DATASET EXCERPTS:
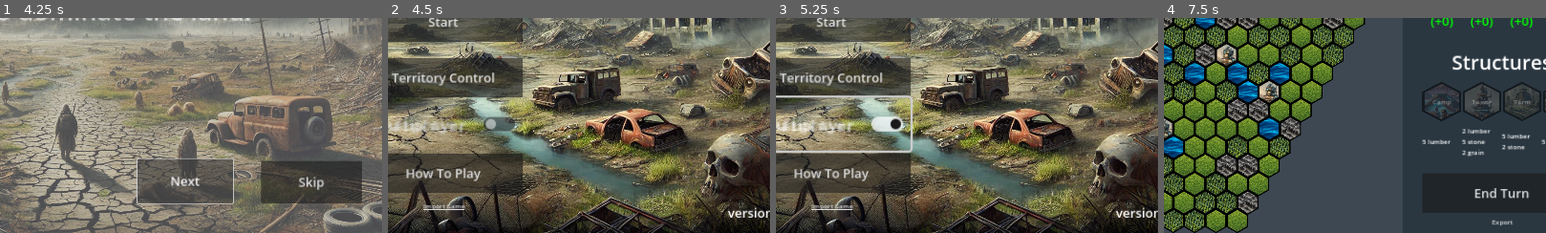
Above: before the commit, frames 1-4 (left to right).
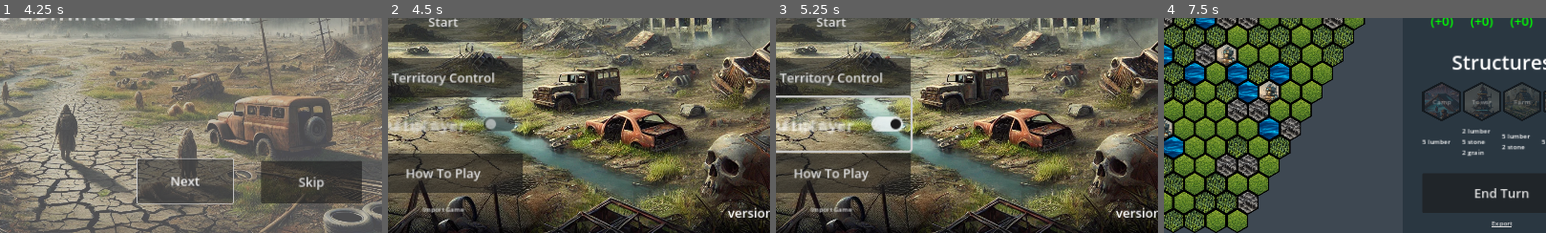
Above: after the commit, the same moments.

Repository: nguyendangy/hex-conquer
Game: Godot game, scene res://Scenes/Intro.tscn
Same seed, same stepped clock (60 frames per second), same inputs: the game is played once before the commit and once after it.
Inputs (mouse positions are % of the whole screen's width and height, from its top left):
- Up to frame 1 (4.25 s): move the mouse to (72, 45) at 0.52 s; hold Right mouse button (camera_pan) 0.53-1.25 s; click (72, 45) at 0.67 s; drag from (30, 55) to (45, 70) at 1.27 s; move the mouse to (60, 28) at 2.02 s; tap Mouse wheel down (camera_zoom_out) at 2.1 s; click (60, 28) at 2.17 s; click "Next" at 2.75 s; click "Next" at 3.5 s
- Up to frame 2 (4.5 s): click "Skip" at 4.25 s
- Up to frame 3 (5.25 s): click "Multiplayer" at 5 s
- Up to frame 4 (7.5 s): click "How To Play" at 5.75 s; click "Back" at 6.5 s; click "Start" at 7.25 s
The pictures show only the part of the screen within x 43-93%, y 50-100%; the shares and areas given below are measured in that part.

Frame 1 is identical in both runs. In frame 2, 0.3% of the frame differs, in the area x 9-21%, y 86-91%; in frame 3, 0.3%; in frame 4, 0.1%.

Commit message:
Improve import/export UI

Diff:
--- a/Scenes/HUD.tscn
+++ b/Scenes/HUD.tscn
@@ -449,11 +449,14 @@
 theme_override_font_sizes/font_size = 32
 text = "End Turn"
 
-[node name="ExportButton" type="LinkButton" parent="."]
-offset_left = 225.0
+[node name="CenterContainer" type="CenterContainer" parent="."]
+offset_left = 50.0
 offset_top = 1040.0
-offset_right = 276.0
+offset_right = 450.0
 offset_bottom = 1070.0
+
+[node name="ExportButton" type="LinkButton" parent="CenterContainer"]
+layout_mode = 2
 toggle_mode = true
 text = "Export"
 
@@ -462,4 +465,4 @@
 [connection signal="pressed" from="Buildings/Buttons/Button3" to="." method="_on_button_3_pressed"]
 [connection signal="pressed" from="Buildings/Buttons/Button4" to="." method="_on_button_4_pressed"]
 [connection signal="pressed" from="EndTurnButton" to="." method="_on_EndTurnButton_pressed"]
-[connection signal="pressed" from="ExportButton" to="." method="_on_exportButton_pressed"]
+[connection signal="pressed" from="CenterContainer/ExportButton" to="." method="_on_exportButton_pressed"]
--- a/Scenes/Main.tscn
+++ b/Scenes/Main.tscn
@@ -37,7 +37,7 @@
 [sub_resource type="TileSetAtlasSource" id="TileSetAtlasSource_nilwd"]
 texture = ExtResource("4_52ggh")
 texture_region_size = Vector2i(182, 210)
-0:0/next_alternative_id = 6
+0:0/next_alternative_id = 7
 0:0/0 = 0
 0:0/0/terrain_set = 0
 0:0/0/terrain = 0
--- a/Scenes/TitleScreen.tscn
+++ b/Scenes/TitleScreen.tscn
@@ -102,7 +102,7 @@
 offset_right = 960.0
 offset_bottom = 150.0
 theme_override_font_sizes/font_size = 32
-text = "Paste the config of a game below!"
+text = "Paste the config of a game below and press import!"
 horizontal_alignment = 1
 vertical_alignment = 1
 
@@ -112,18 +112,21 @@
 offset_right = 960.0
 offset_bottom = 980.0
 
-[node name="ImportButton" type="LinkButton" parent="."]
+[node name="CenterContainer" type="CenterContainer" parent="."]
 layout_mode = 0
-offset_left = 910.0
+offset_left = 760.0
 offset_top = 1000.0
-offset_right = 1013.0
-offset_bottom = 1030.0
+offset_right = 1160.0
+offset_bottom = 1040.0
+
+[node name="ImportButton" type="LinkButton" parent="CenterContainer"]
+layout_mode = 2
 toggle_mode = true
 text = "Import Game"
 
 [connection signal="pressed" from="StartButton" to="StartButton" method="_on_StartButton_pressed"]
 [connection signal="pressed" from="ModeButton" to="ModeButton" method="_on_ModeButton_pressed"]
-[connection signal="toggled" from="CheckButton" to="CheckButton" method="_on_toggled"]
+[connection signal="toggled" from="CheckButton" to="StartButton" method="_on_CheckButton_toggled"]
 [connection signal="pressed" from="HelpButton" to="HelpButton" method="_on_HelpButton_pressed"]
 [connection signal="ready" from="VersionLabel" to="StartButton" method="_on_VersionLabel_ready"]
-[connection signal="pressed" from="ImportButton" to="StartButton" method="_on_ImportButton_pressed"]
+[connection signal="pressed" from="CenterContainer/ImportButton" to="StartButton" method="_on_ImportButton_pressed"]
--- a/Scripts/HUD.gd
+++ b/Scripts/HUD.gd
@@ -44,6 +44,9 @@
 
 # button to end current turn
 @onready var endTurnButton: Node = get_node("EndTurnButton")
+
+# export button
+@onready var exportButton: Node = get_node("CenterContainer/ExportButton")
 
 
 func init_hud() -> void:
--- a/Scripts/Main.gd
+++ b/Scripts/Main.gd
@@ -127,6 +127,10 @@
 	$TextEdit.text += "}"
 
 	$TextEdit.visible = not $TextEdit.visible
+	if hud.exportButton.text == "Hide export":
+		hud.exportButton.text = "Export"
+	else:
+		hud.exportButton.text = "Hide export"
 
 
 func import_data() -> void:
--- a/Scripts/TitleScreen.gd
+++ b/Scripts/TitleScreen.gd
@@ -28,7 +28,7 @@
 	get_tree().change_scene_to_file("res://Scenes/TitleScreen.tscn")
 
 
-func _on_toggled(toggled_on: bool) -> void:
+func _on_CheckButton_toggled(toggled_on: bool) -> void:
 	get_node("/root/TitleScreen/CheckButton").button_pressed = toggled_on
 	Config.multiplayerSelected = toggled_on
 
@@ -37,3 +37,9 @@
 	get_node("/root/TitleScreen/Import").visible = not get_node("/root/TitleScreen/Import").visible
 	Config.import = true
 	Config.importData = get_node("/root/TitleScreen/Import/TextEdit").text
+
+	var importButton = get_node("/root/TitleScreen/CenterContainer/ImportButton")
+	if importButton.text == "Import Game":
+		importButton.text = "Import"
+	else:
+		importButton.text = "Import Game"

EXERCISE:
Report how many lines above hold "Paste", number only.

ANSWER TO THE PROBLEM:
2